Harrop: H-1B visas filling need for workers that isn’t there

What they are doing is helping the tech industry replace U.S. workers with cheaper foreign labor.

By Froma Harrop

Syndicated columnist

Americans don’t usually think of technical professionals as “guest workers,” yet at any one time, there are more than a half-million foreigners holding tech jobs in the U.S. They are here thanks to the H-1B visa program. H-1B, so the official spiel goes, addresses an alleged shortage of “highly skilled” Americans to fill jobs “requiring specialized knowledge.”

Growing evidence, however, points to companies’ using the program to replace perfectly qualified American workers with cheaper ones from elsewhere. A new report published by the Atlantic Council documents the abuses. The authors are Ron Hira, a political scientist at Howard University, and Bharath Gopalaswamy, director of the Atlantic Council’s South Asia Center.

Among their criticisms:

• Virtually any white-collar job can be taken by an H-1B visa holder. About 70 percent of them are held not by what we consider tech workers but by teachers, accountants and salespeople, among others.

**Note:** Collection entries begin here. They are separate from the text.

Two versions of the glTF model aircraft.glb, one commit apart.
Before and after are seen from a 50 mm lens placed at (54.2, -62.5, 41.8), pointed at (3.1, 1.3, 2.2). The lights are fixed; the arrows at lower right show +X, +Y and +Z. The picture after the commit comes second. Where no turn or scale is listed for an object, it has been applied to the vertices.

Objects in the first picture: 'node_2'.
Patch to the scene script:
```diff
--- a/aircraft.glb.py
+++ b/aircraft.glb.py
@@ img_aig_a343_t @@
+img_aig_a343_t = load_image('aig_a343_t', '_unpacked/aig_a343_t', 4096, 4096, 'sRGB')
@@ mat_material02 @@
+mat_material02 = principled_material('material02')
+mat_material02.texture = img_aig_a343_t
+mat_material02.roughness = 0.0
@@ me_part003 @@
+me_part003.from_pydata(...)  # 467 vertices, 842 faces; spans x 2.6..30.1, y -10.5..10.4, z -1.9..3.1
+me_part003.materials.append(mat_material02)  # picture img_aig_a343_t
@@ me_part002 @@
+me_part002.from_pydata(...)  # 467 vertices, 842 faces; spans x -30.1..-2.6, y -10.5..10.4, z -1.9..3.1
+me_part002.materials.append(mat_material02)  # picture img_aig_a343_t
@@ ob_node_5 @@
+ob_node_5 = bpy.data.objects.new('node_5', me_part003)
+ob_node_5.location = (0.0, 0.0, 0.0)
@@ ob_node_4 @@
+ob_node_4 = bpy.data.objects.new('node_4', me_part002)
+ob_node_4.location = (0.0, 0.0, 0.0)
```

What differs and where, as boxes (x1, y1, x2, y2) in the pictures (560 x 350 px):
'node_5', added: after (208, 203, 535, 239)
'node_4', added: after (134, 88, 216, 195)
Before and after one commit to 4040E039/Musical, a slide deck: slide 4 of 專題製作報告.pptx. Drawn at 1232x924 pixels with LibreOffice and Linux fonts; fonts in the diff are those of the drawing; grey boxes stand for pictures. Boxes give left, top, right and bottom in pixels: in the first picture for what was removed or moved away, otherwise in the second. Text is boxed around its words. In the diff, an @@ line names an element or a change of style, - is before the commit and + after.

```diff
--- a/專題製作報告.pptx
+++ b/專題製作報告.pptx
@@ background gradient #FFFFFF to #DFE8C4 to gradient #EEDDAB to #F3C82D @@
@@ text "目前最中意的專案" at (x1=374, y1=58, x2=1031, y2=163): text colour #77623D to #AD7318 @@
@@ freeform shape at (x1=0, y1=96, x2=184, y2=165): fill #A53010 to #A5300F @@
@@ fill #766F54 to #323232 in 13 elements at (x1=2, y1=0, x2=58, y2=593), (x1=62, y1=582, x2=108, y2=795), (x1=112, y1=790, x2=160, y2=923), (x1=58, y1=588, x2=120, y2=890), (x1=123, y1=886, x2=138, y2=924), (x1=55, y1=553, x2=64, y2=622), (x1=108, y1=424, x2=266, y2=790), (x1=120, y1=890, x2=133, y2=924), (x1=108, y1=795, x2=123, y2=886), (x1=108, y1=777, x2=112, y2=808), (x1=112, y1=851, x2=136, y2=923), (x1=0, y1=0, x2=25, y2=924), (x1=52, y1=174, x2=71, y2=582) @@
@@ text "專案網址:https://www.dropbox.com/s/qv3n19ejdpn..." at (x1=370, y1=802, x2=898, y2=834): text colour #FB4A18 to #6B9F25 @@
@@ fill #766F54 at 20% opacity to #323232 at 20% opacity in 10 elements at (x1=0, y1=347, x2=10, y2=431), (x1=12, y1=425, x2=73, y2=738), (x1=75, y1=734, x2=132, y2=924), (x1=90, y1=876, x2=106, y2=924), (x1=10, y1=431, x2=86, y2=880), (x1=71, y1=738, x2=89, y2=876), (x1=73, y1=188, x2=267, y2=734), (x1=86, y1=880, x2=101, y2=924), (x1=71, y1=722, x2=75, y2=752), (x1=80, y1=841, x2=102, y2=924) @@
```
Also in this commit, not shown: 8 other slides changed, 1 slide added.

(Denver Public Schools employs teachers on H-1B visas. During a strike, the district actually threatened to report participating foreigners to immigration authorities. It later apologized.)

“By every objective measure,” Hira and Gopalaswamy write, “most H-1B workers have no more than ordinary skills, skills that are abundantly available in the U.S. labor market.”

U.S. colleges graduate 50 percent more students in engineering and in computer and information science than are hired in those fields every year, according to a study by the Economic Policy Institute.

• Employers don’t have to show they have a labor shortage to apply. They don’t even have to try recruiting an American to fill the job.

Cutting labor costs is clearly the paramount “need.” In Silicon Valley, computer systems analysts make on average just over $116,000 a year. But companies can hire H-1B workers at a lower skill level, paying them only about $77,000 a year to do the same work, the report says.

And it’s not unheard-of for companies to ask American workers to train the H-1B workers taking their jobs. “60 Minutes” featured Robert Harrison, a senior telecom engineer at the University of California, San Francisco Medical Center. Asked whether training his replacement felt like digging his own grave, Harrison responded:

“It feels worse than that. It feels like not only am I digging the grave but I’m getting ready to stab myself in the gut and fall into the grave.”

Why does this program continue without serious reform? Mainly because its big boosters include such marquee tech names as Bill Gates, Mark Zuckerberg, Michael Bloomberg and Eric Schmidt. Big Tech has showered think tanks with funding to brainwash Americans into believing that their country is starving for tech expertise.

Are there rare tech skills that justify companies’ looking abroad? There are, but that’s the purpose of the O-1 visa. About 10,000 are granted each year to individuals with “extraordinary ability or achievement.”

I asked Hira whether we need H-1B at all.

“I think there’s a place for the H-1B program,” he responded. “The O-1 is a cumbersome process that requires a lot of paperwork, both in preparation and review. But we need to raise the standards of the H-1B program so that the quality and skills of the workers are much higher.”

Also, we should substantially raise the wages paid to H-1B workers and make employers show that they tried to recruit Americans and offered them positions. Other guest-worker and green-card programs have that requirement.

Finally, put in force an effective means of enforcement. Right now, compliance is driven by whistleblowing. A random auditing system would far more efficiently find abuses.

Apparently, the argument that “tech jobs need filling” has, in many cases, oozed to “we want cheaper foreigners.” The H-1B program demands a major overhaul.